YOUR INSTRUCTIONS –
In the records below, find each line holding the word "from" and copy it.

DATA FOR THE TASK –
Content starts

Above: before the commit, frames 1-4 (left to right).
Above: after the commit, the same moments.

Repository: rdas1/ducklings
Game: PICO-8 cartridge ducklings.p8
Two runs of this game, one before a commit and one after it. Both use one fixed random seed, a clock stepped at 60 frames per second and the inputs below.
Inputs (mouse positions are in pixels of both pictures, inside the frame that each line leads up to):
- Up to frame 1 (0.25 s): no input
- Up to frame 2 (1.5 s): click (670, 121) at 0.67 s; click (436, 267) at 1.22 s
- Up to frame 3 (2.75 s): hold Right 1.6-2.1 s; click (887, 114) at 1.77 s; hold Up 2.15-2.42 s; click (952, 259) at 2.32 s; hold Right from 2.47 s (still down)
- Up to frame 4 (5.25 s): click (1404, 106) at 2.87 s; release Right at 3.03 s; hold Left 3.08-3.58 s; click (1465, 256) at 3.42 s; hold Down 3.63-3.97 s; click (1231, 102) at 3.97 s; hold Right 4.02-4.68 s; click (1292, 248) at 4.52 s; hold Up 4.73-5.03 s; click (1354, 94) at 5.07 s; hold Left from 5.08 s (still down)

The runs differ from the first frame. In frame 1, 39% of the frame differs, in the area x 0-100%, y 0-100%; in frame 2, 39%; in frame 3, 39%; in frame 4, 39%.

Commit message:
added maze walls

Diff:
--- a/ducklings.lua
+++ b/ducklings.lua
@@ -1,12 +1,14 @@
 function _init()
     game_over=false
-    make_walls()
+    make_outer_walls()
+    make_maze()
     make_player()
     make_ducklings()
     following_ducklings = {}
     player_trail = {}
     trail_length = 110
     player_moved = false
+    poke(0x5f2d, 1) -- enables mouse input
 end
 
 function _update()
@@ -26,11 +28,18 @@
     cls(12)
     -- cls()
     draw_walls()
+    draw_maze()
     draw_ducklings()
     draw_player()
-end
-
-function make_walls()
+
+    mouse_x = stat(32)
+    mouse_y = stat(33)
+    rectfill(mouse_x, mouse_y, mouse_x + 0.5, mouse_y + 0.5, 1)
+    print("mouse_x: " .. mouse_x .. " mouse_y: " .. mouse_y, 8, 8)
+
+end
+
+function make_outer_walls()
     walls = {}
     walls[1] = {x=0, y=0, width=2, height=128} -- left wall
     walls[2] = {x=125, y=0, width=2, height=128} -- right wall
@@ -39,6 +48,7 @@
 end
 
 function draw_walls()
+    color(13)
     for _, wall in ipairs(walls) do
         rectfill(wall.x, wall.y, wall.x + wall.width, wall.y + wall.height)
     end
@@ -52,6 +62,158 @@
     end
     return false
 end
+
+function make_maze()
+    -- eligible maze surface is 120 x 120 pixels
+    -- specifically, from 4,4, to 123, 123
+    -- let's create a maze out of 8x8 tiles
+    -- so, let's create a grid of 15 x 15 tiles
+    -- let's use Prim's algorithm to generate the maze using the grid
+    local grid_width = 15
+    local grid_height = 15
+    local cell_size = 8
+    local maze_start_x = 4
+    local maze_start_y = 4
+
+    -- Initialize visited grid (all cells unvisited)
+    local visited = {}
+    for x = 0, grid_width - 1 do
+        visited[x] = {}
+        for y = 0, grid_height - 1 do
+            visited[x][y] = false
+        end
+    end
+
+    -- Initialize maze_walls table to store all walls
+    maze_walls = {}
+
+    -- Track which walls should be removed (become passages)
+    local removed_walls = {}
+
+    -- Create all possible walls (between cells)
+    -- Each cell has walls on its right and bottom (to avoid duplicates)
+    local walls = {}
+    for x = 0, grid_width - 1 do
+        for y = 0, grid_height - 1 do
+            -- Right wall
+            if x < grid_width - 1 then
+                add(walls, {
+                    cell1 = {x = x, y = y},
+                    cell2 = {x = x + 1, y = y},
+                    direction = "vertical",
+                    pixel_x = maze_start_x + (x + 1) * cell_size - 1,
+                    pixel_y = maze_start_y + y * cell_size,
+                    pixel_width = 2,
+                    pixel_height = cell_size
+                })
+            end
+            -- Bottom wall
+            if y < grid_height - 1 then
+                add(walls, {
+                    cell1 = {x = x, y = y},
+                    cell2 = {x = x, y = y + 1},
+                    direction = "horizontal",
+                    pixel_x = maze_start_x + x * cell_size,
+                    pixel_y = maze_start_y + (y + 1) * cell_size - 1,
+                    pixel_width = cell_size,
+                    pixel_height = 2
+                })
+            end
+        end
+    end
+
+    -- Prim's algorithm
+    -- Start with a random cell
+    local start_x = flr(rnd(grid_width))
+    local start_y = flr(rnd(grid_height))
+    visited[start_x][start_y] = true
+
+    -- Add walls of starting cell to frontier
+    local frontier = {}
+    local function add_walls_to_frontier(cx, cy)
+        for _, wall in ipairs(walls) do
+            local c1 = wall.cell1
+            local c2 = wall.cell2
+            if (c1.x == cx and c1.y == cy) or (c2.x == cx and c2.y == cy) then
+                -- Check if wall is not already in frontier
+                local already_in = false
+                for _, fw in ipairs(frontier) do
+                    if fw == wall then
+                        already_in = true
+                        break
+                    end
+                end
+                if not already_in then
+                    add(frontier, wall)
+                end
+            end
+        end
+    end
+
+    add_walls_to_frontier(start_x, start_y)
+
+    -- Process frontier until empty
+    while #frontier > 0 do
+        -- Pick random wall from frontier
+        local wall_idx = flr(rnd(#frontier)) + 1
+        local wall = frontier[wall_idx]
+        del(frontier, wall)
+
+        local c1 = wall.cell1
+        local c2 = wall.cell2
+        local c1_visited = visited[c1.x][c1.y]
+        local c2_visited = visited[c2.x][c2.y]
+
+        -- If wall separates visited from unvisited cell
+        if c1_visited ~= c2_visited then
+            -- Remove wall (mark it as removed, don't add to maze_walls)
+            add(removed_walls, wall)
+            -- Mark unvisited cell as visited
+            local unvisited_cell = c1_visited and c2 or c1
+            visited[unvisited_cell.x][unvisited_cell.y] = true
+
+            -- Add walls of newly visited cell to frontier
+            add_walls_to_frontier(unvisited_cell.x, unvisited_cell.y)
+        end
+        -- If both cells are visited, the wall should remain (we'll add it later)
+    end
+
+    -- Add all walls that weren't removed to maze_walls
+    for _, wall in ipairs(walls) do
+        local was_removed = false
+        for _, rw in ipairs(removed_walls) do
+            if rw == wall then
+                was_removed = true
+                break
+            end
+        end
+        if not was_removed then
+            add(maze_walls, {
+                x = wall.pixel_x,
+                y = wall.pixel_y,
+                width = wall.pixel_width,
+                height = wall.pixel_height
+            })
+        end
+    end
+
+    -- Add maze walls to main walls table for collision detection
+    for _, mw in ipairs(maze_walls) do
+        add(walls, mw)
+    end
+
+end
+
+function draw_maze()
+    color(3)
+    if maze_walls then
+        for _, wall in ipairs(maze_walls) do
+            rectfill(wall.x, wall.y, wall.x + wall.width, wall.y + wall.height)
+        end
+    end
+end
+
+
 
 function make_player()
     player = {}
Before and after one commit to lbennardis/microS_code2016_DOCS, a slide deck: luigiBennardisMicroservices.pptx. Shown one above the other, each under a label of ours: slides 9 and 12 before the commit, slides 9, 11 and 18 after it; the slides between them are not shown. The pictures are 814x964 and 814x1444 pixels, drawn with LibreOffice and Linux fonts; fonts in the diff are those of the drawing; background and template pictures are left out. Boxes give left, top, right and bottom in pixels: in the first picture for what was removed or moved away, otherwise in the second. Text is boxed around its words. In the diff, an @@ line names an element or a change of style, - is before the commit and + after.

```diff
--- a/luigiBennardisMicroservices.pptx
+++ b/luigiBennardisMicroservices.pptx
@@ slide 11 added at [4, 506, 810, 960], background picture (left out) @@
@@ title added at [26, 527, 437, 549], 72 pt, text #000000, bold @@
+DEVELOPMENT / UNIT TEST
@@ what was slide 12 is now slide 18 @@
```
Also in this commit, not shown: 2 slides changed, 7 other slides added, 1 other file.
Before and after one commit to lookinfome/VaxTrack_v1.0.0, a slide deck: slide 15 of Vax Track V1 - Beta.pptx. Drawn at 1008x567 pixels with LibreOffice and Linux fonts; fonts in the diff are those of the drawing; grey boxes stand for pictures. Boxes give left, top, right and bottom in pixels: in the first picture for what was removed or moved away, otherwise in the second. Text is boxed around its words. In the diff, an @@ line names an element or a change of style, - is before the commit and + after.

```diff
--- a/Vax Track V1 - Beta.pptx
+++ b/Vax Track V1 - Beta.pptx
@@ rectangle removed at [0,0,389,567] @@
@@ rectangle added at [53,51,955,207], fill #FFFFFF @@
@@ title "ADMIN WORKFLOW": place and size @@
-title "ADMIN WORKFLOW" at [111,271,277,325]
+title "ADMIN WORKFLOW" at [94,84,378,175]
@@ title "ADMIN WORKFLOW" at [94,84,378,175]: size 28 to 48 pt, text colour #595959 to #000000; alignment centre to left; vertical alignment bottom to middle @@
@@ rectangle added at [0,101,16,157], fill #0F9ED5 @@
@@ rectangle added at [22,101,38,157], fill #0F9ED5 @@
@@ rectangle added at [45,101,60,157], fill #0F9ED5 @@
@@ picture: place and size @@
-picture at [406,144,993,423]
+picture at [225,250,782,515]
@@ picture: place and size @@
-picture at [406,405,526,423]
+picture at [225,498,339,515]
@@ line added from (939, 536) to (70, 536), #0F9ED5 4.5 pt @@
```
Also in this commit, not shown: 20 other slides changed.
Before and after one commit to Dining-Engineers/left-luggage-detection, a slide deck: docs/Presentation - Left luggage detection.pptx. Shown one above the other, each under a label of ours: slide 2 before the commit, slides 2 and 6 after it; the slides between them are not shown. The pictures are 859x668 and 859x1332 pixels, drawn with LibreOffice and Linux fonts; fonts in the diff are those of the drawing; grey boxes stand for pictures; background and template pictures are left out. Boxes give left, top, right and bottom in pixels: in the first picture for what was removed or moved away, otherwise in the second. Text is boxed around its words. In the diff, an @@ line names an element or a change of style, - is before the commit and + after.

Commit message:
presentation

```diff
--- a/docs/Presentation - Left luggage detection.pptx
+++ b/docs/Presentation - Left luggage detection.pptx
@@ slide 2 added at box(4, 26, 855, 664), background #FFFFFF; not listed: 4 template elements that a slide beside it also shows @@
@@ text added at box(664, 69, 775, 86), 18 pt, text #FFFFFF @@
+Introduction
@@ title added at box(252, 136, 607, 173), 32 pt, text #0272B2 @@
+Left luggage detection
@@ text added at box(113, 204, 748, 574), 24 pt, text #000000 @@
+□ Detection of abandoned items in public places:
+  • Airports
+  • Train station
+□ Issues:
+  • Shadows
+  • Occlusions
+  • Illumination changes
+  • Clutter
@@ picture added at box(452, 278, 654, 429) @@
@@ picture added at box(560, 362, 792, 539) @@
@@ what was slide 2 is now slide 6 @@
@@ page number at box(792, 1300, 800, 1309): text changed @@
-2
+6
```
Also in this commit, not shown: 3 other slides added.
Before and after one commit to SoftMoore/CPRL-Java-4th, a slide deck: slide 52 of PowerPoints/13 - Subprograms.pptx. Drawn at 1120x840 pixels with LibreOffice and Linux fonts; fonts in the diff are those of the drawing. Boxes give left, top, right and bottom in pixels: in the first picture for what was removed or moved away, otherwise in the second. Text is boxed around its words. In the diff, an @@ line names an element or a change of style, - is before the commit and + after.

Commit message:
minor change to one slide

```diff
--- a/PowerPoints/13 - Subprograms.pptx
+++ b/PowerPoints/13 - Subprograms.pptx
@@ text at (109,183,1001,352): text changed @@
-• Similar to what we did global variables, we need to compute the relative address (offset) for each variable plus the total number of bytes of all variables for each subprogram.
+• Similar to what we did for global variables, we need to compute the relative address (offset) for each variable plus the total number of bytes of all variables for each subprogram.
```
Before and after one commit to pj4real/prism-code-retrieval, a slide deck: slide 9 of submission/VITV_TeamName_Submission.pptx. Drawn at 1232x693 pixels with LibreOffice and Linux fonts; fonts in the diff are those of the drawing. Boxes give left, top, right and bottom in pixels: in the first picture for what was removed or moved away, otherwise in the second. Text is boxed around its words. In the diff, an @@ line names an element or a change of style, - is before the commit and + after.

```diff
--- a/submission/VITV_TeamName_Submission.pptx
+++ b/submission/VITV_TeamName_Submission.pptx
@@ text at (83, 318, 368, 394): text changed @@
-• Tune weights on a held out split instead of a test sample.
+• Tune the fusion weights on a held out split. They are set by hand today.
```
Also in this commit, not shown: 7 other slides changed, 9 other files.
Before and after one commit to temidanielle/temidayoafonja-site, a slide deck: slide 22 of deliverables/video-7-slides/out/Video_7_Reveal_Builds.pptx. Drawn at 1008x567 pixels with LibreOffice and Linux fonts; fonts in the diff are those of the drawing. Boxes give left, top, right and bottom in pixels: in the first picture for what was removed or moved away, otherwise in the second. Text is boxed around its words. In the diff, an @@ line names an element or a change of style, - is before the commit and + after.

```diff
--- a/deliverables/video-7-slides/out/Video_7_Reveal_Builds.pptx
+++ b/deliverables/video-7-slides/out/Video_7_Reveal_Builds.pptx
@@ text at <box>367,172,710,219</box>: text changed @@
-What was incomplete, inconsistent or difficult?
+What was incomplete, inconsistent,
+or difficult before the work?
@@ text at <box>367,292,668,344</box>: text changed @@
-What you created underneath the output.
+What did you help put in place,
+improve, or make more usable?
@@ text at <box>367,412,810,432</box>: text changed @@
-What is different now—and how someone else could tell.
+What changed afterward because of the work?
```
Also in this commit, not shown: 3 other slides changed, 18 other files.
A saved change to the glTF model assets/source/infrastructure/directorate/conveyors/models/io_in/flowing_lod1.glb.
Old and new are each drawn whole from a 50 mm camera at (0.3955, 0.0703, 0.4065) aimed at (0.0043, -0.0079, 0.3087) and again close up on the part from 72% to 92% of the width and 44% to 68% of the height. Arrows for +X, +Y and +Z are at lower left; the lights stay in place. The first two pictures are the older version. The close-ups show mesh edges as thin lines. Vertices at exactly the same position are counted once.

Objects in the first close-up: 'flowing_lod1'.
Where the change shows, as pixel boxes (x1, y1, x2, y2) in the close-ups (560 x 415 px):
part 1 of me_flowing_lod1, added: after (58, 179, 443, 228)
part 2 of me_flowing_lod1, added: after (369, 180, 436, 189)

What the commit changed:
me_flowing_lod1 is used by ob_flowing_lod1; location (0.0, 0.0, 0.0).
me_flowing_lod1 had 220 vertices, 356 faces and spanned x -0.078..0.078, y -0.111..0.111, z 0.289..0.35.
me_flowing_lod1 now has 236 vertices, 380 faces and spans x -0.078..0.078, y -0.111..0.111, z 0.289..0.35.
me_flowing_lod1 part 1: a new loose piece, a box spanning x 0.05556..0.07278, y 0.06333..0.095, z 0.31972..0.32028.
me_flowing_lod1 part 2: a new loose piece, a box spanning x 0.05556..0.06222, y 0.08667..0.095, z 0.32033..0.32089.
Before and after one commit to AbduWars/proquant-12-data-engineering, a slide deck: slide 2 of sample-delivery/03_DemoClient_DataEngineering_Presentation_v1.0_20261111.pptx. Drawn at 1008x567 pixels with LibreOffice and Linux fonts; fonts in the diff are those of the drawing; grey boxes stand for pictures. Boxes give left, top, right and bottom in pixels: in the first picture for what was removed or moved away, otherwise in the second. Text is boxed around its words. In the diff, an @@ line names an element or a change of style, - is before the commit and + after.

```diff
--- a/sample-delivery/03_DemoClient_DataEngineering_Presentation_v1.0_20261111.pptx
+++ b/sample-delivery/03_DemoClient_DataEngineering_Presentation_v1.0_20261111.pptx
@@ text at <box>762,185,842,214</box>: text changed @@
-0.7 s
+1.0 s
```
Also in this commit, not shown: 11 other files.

Content ends

SOLUTION FOR THIS PROBLEM –
- Up to frame 3 (2.75 s): hold Right 1.6-2.1 s; click (887, 114) at 1.77 s; hold Up 2.15-2.42 s; click (952, 259) at 2.32 s; hold Right from 2.47 s (still down)
- Up to frame 4 (5.25 s): click (1404, 106) at 2.87 s; release Right at 3.03 s; hold Left 3.08-3.58 s; click (1465, 256) at 3.42 s; hold Down 3.63-3.97 s; click (1231, 102) at 3.97 s; hold Right 4.02-4.68 s; click (1292, 248) at 4.52 s; hold Up 4.73-5.03 s; click (1354, 94) at 5.07 s; hold Left from 5.08 s (still down)
The runs differ from the first frame. In frame 1, 39% of the frame differs, in the area x 0-100%, y 0-100%; in frame 2, 39%; in frame 3, 39%; in frame 4, 39%.
+    -- specifically, from 4,4, to 123, 123
+        -- Pick random wall from frontier
+        -- If wall separates visited from unvisited cell
@@ line added from (939, 536) to (70, 536), #0F9ED5 4.5 pt @@
Old and new are each drawn whole from a 50 mm camera at (0.3955, 0.0703, 0.4065) aimed at (0.0043, -0.0079, 0.3087) and again close up on the part from 72% to 92% of the width and 44% to 68% of the height. Arrows for +X, +Y and +Z are at lower left; the lights stay in place. The first two pictures are the older version. The close-ups show mesh edges as thin lines. Vertices at exactly the same position are counted once.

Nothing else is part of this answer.